Understanding Aplastic Anemia

• Aplastic anemia is a rare condition where the bone marrow fails to produce adequate blood cells (pancytopenia), affecting red blood cells, white blood cells, and platelets.
• In children, it can be acquired (70-80%) or congenital (20-30%), with acquired forms often triggered by viral infections, medications, or toxins.
• The condition results in a hypocellular bone marrow with fatty replacement of hematopoietic tissue.

Clinical Manifestations

• Bleeding manifestations: Petechiae, ecchymoses, epistaxis, and prolonged bleeding from minor trauma due to thrombocytopenia (platelet count <20,000/μL).
• Anemia symptoms: Progressive fatigue, weakness, pallor, shortness of breath, and decreased exercise tolerance from low hemoglobin levels.
• Infection susceptibility: Recurrent or severe infections, fever, and delayed wound healing due to neutropenia (ANC <500/μL).

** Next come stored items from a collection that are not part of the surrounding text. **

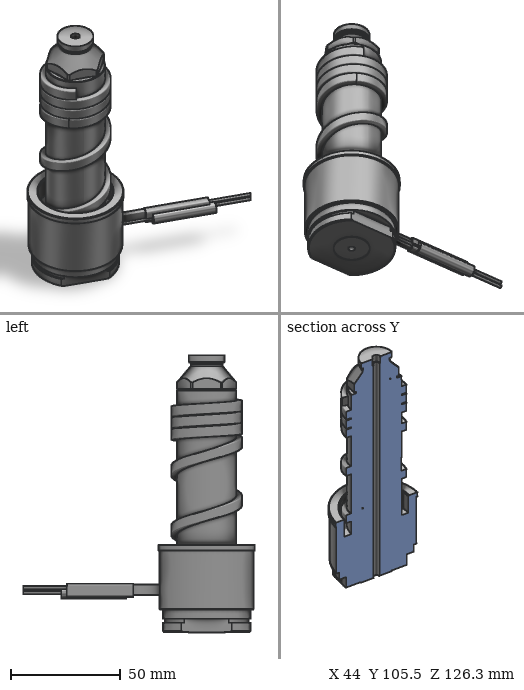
import cadquery as cq
import math

foot_radius = 8.2
flange_bottom = 0.4
groove_bottom = 4.5
groove_top = 6.5
cup_bottom = 10.5
rim_bottom = 37.3
rim_top = 40.2
flange_radius = 20.0
groove_radius = 19.2
cup_radius = 21.5
rim_radius = 22.0
flange_chamfer = 0.5
edge_chamfer = 0.4
flat_half_width = 16.3
bore_radius = 16.9
bore_chamfer = 0.5
bore_floor = 30.3

tube_radius = 13.5
tube_top = 110.3
tube_chamfer = 0.3
seat_radius = 11.0
hex_bottom = 110.9
hex_sides = 6
hex_across_flats = 23.9
hex_corner_radius = 13.5
cone_bottom = 113.9
cone_top = 121.2
collar_radius = 7.3
collar_top = 122.1
neck_radius = 7.1
cap_bottom = 122.9
cap_radius = 8.2
part_height = 126.3
channel_radius = 1.5
orifice_radius = 2.0
orifice_depth = 3.8

coil_outer_radius = 16.2
coil_height = 4.9
coil_fillet = 0.5
path_step = 10.0
coil_embed = 0.3
coil_start_angle = -15.0
coil_start_top = 106.8
tight_gap = 0.32
tight_pitch = coil_height + tight_gap
open_pitch = 27.2
tight_sweep = 1092.0
blend_sweep = 119.0
open_sweep = 750.0

lead_x = -1.6
lead_z = 19.6
lead_width = 2.5
lead_fillet = 0.4
lead_start = 19.0
sensor_x = 0.5
sensor_z = 18.0
sensor_radius = 0.6
sleeve_x = -1.3
sleeve_z = 19.3
sleeve_width = 4.2
sleeve_height = 6.0
sleeve_fillet = 1.0
sleeve_start = 33.3
sleeve_end = 63.5
tube_sleeve_x = 0.1
tube_sleeve_z = 18.0
tube_sleeve_radius = 2.7
tube_sleeve_start = 36.5
tube_sleeve_end = 66.2
wire_x = -1.5
wire_radius = 0.8
wire_heights = (20.6, 18.3)
wire_end = 83.5


def disc(radius, bottom, top):
    return cq.Workplane("XY").workplane(offset=bottom).circle(radius).extrude(top - bottom)


def rod_along_y(x, z, radius, start, end):
    return cq.Workplane("XZ", origin=(x, start, z)).circle(radius).extrude(start - end)


def bar_along_y(x, z, width, height, fillet, start, end):
    bar = cq.Workplane("XZ", origin=(x, start, z)).rect(width, height).extrude(start - end)
    return bar.edges("|Y").fillet(fillet)


def make_cup():
    """Flanged cup with two wrench flats facing X and a chamfered bore around the tube."""
    foot = disc(foot_radius, 0, groove_bottom)
    flange = disc(flange_radius, flange_bottom, groove_bottom).faces("<Z").chamfer(flange_chamfer)
    groove = disc(groove_radius, groove_bottom, groove_top)
    flats = cq.Workplane("XY").box(
        2 * flat_half_width, 2 * cup_radius, groove_top, centered=(True, True, False)
    )
    lower = foot.union(flange).union(groove).intersect(flats)
    shoulder = disc(flange_radius, groove_top, cup_bottom)
    body = disc(cup_radius, cup_bottom, rim_bottom).faces("<Z").chamfer(edge_chamfer)
    rim = disc(rim_radius, rim_bottom, rim_top).edges().chamfer(edge_chamfer)
    bore = disc(bore_radius, bore_floor, rim_top)
    bore_mouth = (
        cq.Workplane("XY")
        .workplane(offset=rim_top)
        .circle(bore_radius + bore_chamfer)
        .extrude(-bore_chamfer, taper=45)
    )
    return lower.union(shoulder).union(body).union(rim).cut(bore).cut(bore_mouth)


def make_tube():
    """Plain tube with a narrower seat that carries the tip."""
    tube = disc(tube_radius, bore_floor, tube_top).faces(">Z").chamfer(tube_chamfer)
    return tube.union(disc(seat_radius, tube_top, hex_bottom))


def make_tip():
    """Hexagonal nut with corners on Y, a turned cone, a necked collar and a round cap."""
    nut_profile = [
        (0, hex_bottom),
        (hex_corner_radius, hex_bottom),
        (hex_corner_radius, cone_bottom),
        (collar_radius, cone_top),
        (0, cone_top),
    ]
    turned = cq.Workplane("XZ").polyline(nut_profile).close().revolve()
    hexagon = (
        cq.Workplane("XY")
        .workplane(offset=hex_bottom)
        .transformed(rotate=(0, 0, 180 / hex_sides))
        .polygon(hex_sides, hex_across_flats / math.cos(math.pi / hex_sides))
        .extrude(cone_top - hex_bottom)
    )
    collar = disc(collar_radius, cone_top, collar_top)
    neck = disc(neck_radius, collar_top, cap_bottom)
    cap = disc(cap_radius, cap_bottom, part_height).faces("<Z").chamfer(edge_chamfer)
    return turned.intersect(hexagon).union(collar).union(neck).union(cap)


def coil_drop(sweep):
    """Fall of the coil below its upper end after winding the given number of degrees."""
    tight = min(sweep, tight_sweep)
    blend = min(max(sweep - tight_sweep, 0), blend_sweep)
    opened = max(sweep - tight_sweep - blend_sweep, 0)
    pitch_growth = (open_pitch - tight_pitch) * blend / blend_sweep
    blend_pitch = tight_pitch + pitch_growth / 2
    return (tight * tight_pitch + blend * blend_pitch + opened * open_pitch) / 360


def make_coil_section(first, last):
    """One stretch of the coil between two winding angles."""
    inner_radius = tube_radius - coil_embed
    mid_radius = (inner_radius + coil_outer_radius) / 2
    center_height = coil_start_top - coil_height / 2

    def center_point(t):
        sweep = first + t * (last - first)
        angle = math.radians(coil_start_angle - sweep)
        height = center_height - coil_drop(sweep)
        return (mid_radius * math.cos(angle), mid_radius * math.sin(angle), height)

    samples = math.ceil((last - first) / path_step)
    path = cq.Workplane("XY").parametricCurve(center_point, N=samples, makeWire=True)
    start_angle = math.radians(coil_start_angle - first)
    section_plane = cq.Plane(
        origin=center_point(0),
        xDir=(math.cos(start_angle), math.sin(start_angle), 0),
        normal=(math.sin(start_angle), -math.cos(start_angle), 0),
    )
    section = cq.Sketch().rect(coil_outer_radius - inner_radius, coil_height).vertices().fillet(coil_fillet)
    upright_guide = path.translate((0, 0, coil_height))
    return cq.Workplane(section_plane).placeSketch(section).sweep(path, auxSpine=upright_guide)


def make_leads():
    """Flat lead and round sensor lead, each in a sleeve, ending in two thin wires."""
    leads = bar_along_y(lead_x, lead_z, lead_width, coil_height, lead_fillet, lead_start, sleeve_end)
    leads = leads.union(rod_along_y(sensor_x, sensor_z, sensor_radius, lead_start, sleeve_end))
    leads = leads.union(
        bar_along_y(
            sleeve_x, sleeve_z, sleeve_width, sleeve_height, sleeve_fillet, sleeve_start, sleeve_end
        )
    )
    leads = leads.union(
        rod_along_y(tube_sleeve_x, tube_sleeve_z, tube_sleeve_radius, tube_sleeve_start, tube_sleeve_end)
    )
    for height in wire_heights:
        leads = leads.union(rod_along_y(wire_x, height, wire_radius, sleeve_start, wire_end))
    return leads


blend_end = tight_sweep + blend_sweep
coil_stops = (0, tight_sweep, blend_end, blend_end + open_sweep)

result = make_cup().union(make_tube()).union(make_tip())
for first, last in zip(coil_stops, coil_stops[1:]):
    result = result.union(make_coil_section(first, last))
result = result.union(make_leads())

channel = disc(channel_radius, 0, part_height)
orifice = disc(orifice_radius, part_height - orifice_depth, part_height)
result = result.cut(channel).cut(orifice)

Priority Nursing Interventions

1. Infection prevention: Implement strict hand hygiene, private room placement, and limit visitors to prevent opportunistic infections.
2. Bleeding precautions: Use soft-bristled toothbrush, avoid invasive procedures when possible, and monitor for signs of internal bleeding.
3. Activity modification: Balance rest with gentle activity to prevent fatigue while maintaining muscle strength and preventing complications of immobility.
4. Monitor vital signs frequently, especially temperature (early sign of infection) and signs of cardiovascular compromise from anemia.

Treatment Options

• Bone marrow transplantation (BMT): First-line treatment for severe aplastic anemia in children with HLA-matched sibling donor, offering 85-90% cure rate.
• Immunosuppressive therapy: Alternative when BMT unavailable, using antithymocyte globulin (ATG) and cyclosporine to suppress autoimmune destruction of stem cells.
• Supportive care includes packed RBC transfusions for severe anemia and platelet transfusions for bleeding episodes or platelet count <10,000/μL.